▶ Exercise description: Write out, from the entries below, exactly the lines that run between the lines holding "to edu2act/course-foundation-software-tesing, a" and "Also in this commit, not shown: 7", inclusive, and stop there.

(Records from a data source)

┄┄┄┄┄┄┄┄┄┄┄┄┄┄┄┄┄┄┄┄

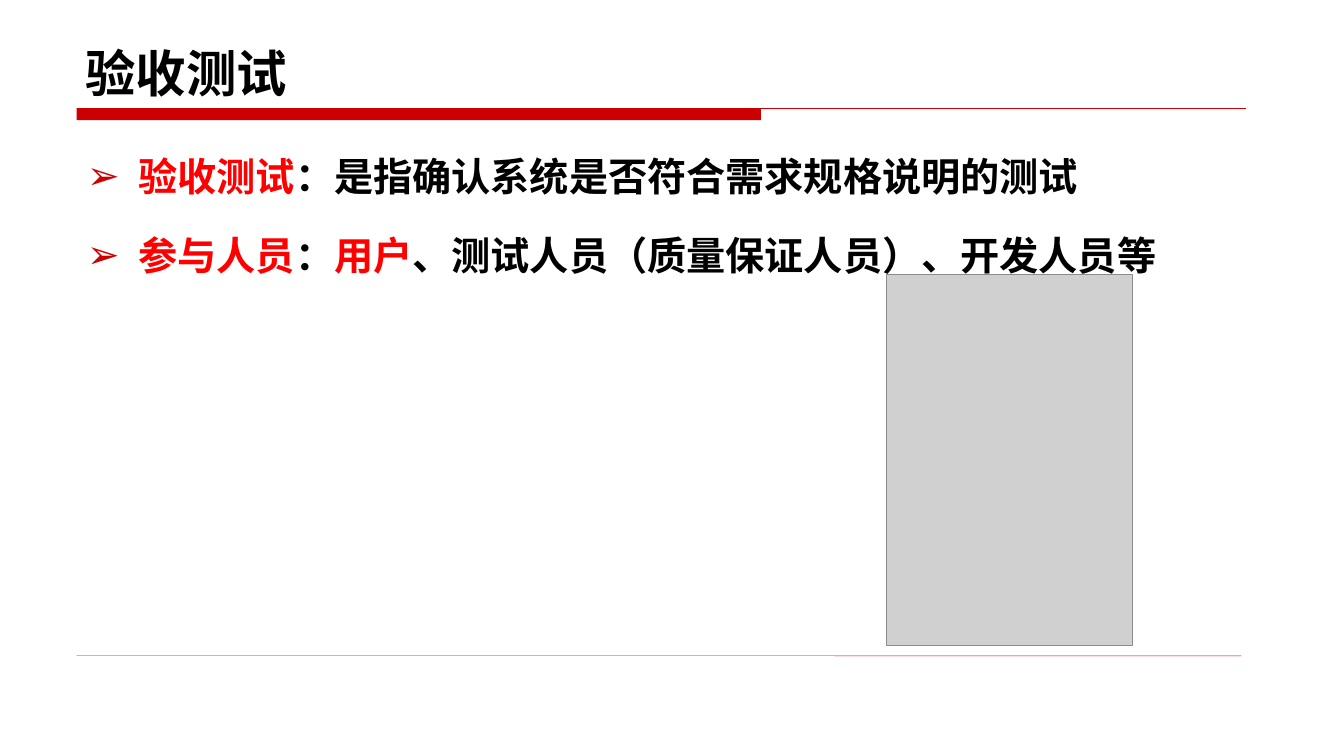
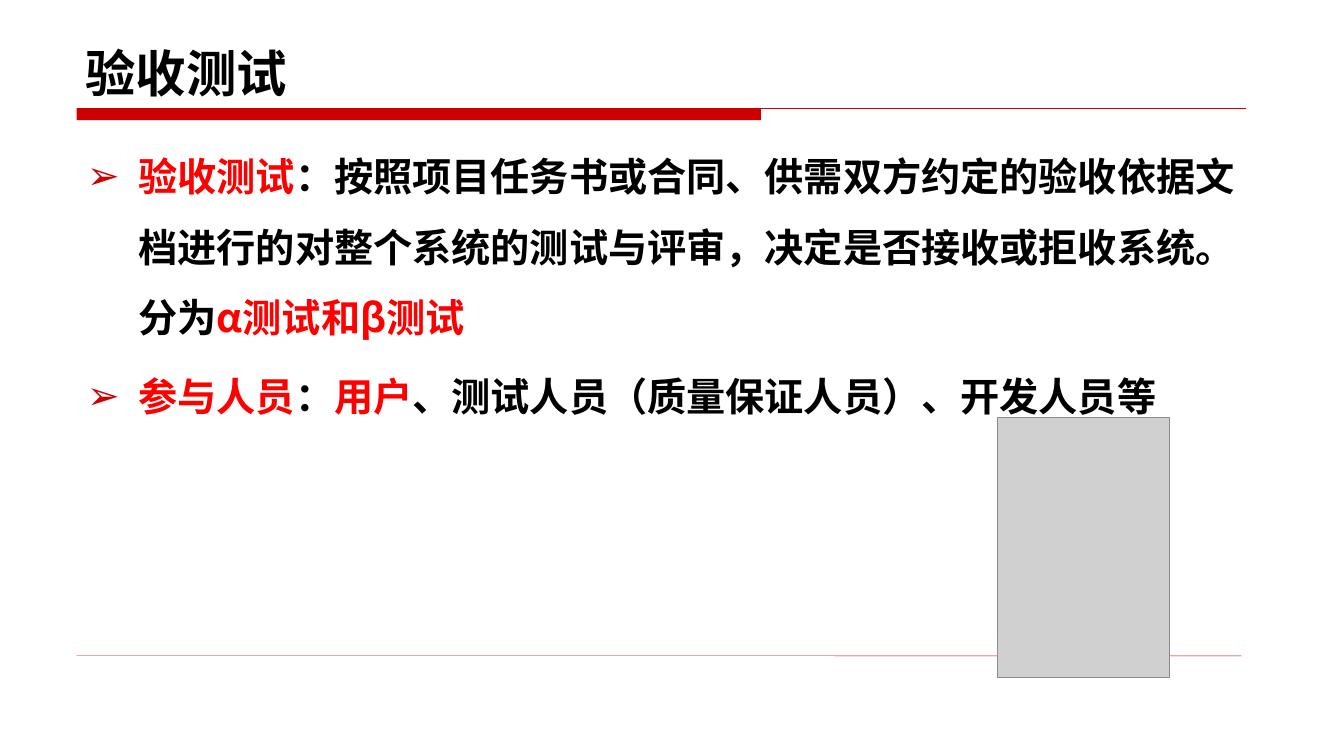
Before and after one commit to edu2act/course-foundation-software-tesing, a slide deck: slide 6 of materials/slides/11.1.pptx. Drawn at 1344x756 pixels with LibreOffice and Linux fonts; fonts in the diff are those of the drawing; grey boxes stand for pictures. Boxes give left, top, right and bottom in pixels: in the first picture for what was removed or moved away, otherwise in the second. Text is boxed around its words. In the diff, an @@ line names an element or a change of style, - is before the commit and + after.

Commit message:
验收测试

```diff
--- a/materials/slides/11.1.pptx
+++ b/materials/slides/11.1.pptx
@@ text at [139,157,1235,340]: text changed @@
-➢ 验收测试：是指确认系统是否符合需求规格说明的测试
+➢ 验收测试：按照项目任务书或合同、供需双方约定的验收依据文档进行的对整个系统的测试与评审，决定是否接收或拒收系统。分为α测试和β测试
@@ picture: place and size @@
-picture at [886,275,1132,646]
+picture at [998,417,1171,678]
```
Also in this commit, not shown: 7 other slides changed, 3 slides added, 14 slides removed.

┄┄┄┄┄┄┄┄┄┄┄┄┄┄┄┄┄┄┄┄

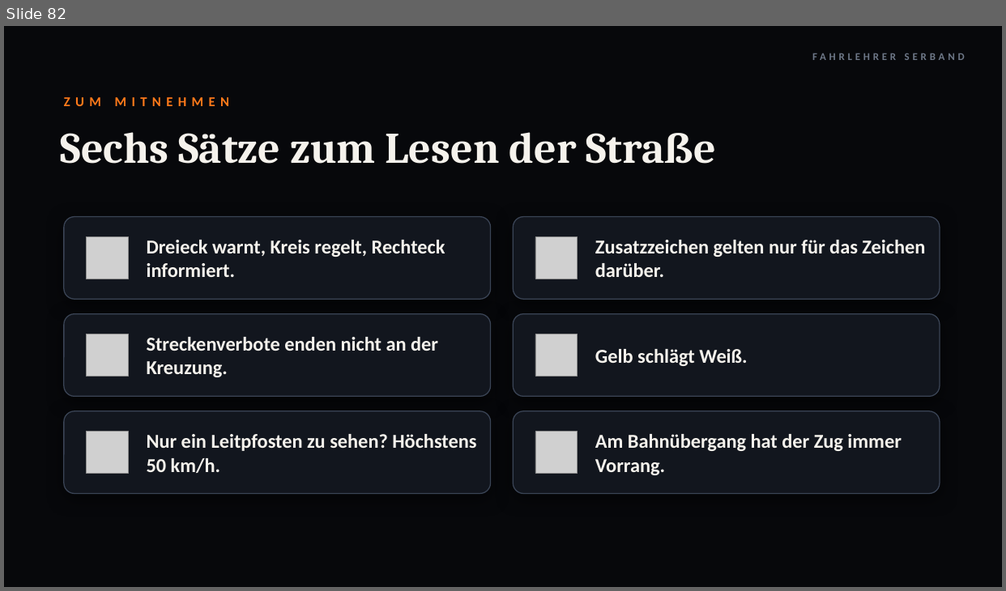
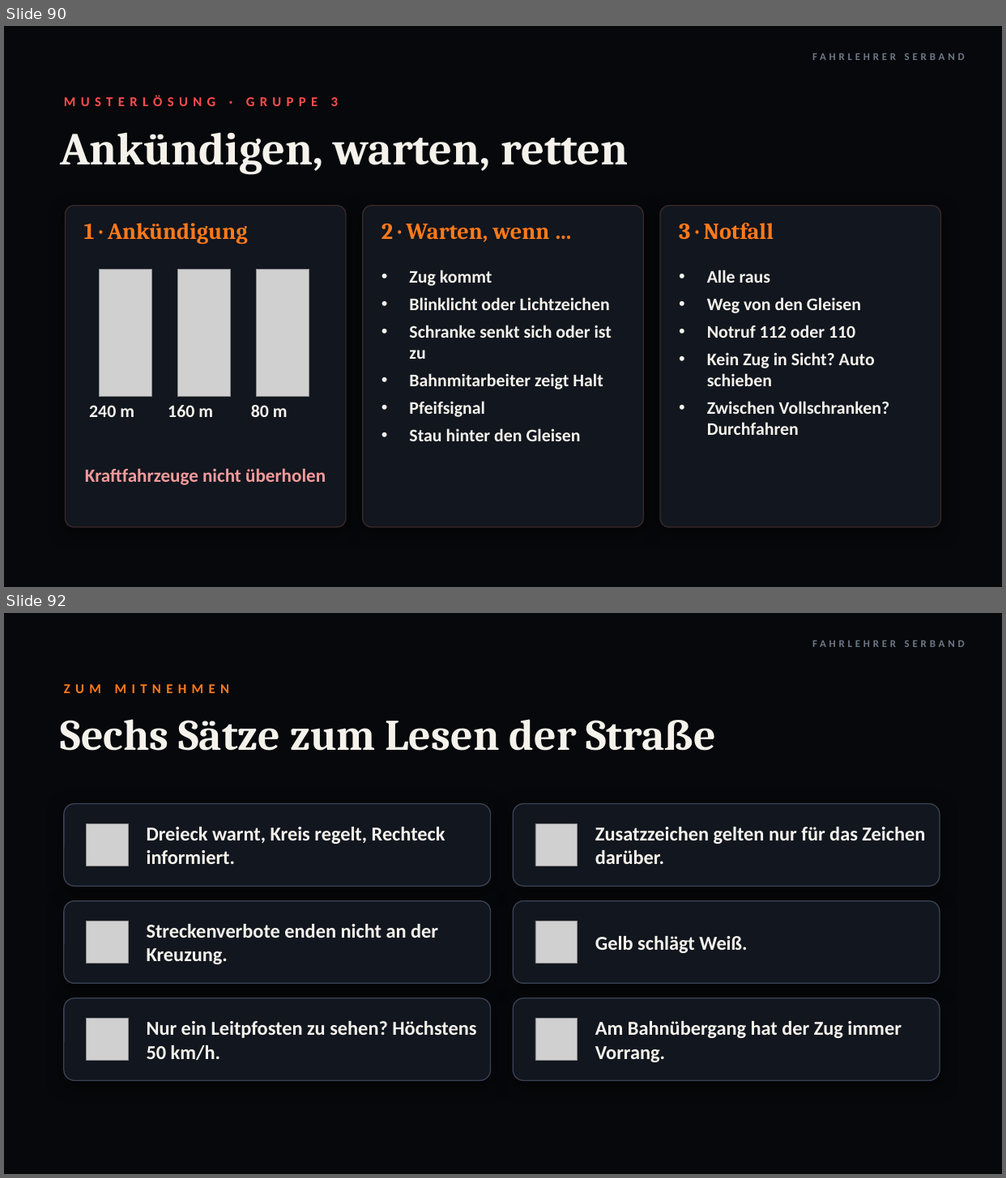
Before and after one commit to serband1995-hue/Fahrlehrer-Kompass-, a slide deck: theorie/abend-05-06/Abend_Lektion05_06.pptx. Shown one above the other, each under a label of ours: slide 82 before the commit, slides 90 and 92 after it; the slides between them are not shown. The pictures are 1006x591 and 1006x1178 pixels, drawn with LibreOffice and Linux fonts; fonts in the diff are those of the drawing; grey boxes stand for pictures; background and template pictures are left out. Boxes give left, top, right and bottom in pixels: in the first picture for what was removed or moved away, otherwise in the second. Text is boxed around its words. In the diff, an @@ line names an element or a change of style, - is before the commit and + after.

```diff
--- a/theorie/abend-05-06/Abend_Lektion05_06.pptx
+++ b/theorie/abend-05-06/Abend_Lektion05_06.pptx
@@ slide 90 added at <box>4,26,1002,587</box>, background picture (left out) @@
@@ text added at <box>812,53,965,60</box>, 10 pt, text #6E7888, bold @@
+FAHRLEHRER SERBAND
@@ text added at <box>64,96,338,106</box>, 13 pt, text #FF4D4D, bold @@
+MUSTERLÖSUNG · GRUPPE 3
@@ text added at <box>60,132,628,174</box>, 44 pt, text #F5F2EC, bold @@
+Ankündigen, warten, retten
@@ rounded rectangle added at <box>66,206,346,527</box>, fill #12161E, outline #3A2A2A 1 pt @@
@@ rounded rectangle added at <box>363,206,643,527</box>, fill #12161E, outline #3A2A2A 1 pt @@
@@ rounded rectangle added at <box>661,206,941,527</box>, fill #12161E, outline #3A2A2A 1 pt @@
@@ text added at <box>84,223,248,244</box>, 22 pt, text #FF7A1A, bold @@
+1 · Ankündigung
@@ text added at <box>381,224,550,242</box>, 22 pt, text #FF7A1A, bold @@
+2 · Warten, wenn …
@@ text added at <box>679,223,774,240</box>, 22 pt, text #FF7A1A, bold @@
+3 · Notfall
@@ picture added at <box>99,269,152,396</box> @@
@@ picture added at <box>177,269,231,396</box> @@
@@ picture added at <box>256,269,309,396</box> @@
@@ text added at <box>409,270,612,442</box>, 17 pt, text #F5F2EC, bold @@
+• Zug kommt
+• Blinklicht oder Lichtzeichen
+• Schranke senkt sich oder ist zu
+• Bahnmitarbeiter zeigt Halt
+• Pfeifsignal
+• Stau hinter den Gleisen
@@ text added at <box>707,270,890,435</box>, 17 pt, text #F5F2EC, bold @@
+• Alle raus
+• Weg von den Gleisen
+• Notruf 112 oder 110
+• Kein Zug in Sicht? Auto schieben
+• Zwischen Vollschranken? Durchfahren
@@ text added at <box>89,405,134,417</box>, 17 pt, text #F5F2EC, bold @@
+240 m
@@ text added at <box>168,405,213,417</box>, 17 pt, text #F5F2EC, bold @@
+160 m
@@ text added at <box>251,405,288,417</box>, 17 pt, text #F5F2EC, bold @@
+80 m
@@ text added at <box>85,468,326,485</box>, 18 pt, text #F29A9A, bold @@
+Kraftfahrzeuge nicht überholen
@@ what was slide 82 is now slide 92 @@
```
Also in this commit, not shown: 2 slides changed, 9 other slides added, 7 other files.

┄┄┄┄┄┄┄┄┄┄┄┄┄┄┄┄┄┄┄┄

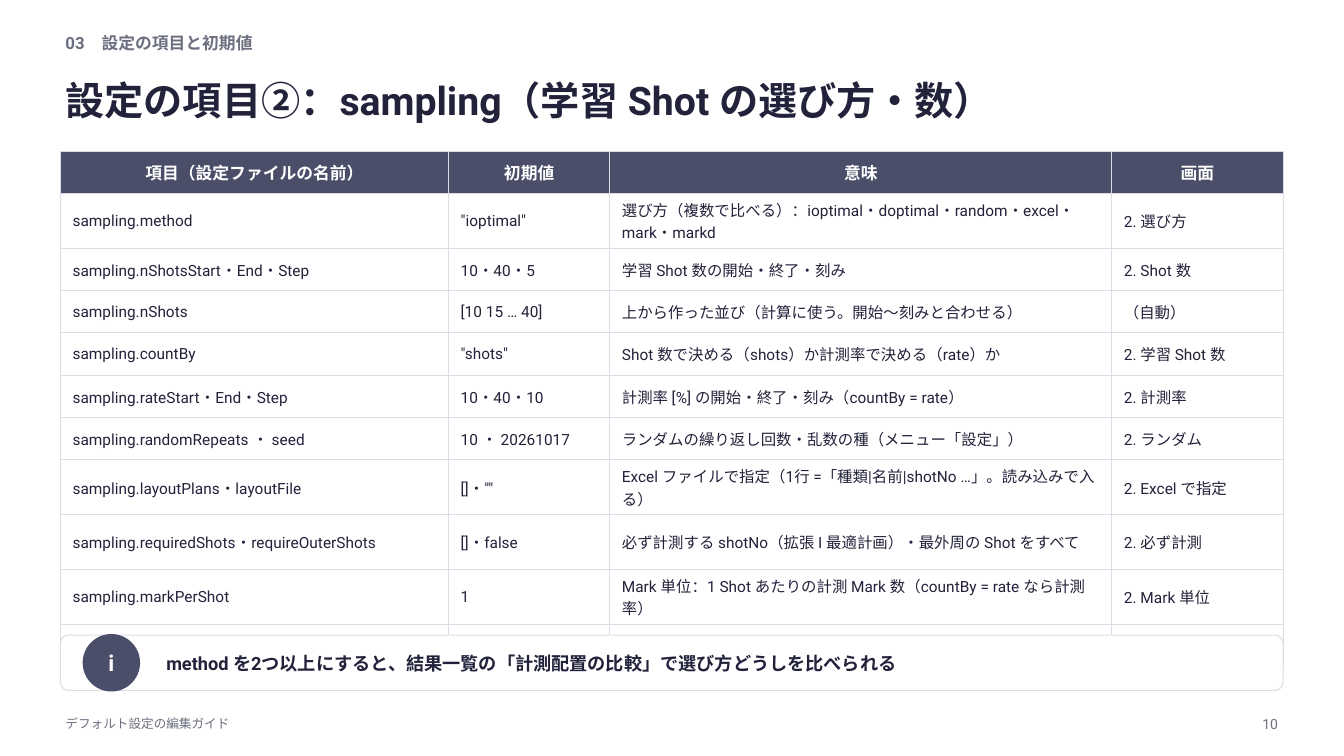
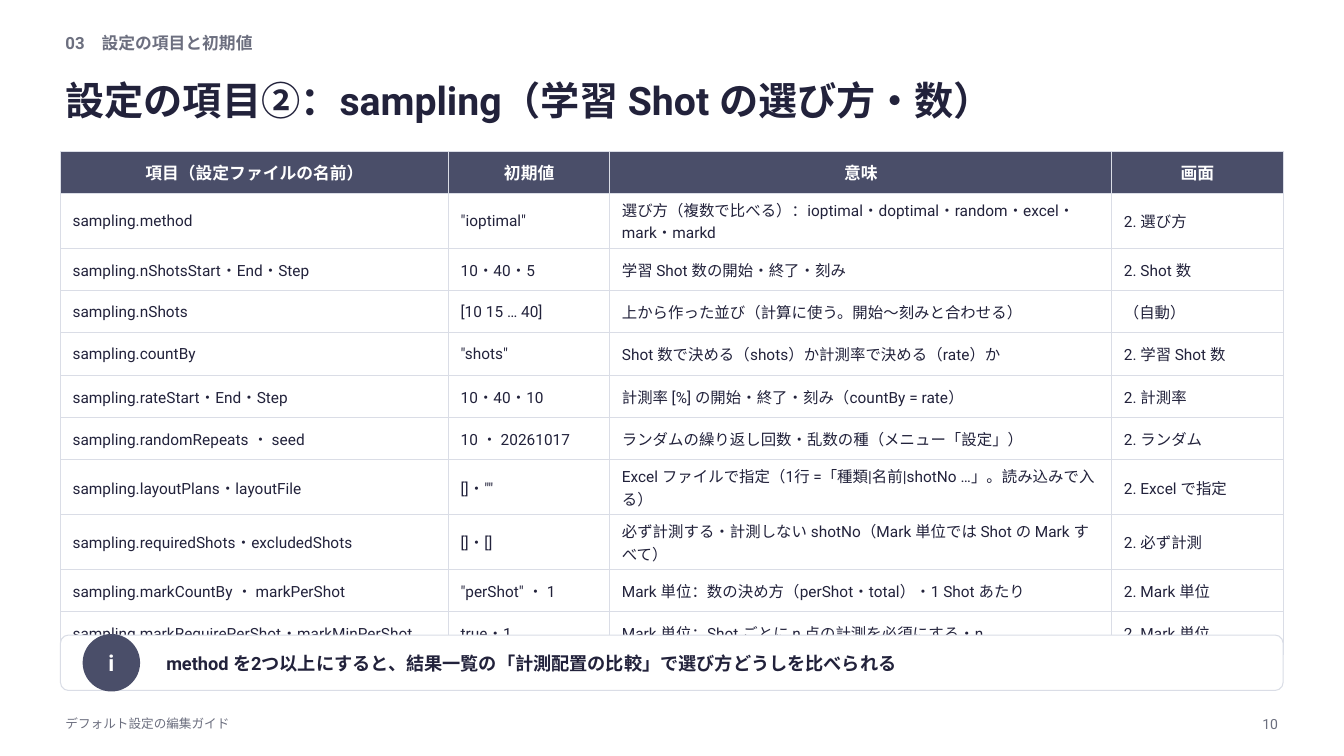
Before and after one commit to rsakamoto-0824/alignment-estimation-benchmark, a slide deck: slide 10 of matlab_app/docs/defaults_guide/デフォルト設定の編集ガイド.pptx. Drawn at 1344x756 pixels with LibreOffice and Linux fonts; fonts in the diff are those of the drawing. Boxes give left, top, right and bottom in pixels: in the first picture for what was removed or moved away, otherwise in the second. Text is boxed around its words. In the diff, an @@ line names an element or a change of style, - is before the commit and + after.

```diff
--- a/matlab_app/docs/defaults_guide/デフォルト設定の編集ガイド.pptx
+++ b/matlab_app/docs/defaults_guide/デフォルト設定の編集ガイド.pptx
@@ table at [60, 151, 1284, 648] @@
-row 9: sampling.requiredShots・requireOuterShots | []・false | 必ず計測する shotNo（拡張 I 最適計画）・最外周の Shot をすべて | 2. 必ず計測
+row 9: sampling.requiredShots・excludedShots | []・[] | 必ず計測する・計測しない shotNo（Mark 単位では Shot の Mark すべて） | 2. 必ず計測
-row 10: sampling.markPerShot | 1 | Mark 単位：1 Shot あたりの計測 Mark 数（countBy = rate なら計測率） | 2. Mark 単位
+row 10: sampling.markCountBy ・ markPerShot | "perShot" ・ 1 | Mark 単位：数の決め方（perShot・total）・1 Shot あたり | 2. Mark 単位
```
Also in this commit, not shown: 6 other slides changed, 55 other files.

┄┄┄┄┄┄┄┄┄┄┄┄┄┄┄┄┄┄┄┄

▶ Answer to this task:
Before and after one commit to edu2act/course-foundation-software-tesing, a slide deck: slide 6 of materials/slides/11.1.pptx. Drawn at 1344x756 pixels with LibreOffice and Linux fonts; fonts in the diff are those of the drawing; grey boxes stand for pictures. Boxes give left, top, right and bottom in pixels: in the first picture for what was removed or moved away, otherwise in the second. Text is boxed around its words. In the diff, an @@ line names an element or a change of style, - is before the commit and + after.

Commit message:
验收测试

```diff
--- a/materials/slides/11.1.pptx
+++ b/materials/slides/11.1.pptx
@@ text at [139,157,1235,340]: text changed @@
-➢ 验收测试：是指确认系统是否符合需求规格说明的测试
+➢ 验收测试：按照项目任务书或合同、供需双方约定的验收依据文档进行的对整个系统的测试与评审，决定是否接收或拒收系统。分为α测试和β测试
@@ picture: place and size @@
-picture at [886,275,1132,646]
+picture at [998,417,1171,678]
```
Also in this commit, not shown: 7 other slides changed, 3 slides added, 14 slides removed.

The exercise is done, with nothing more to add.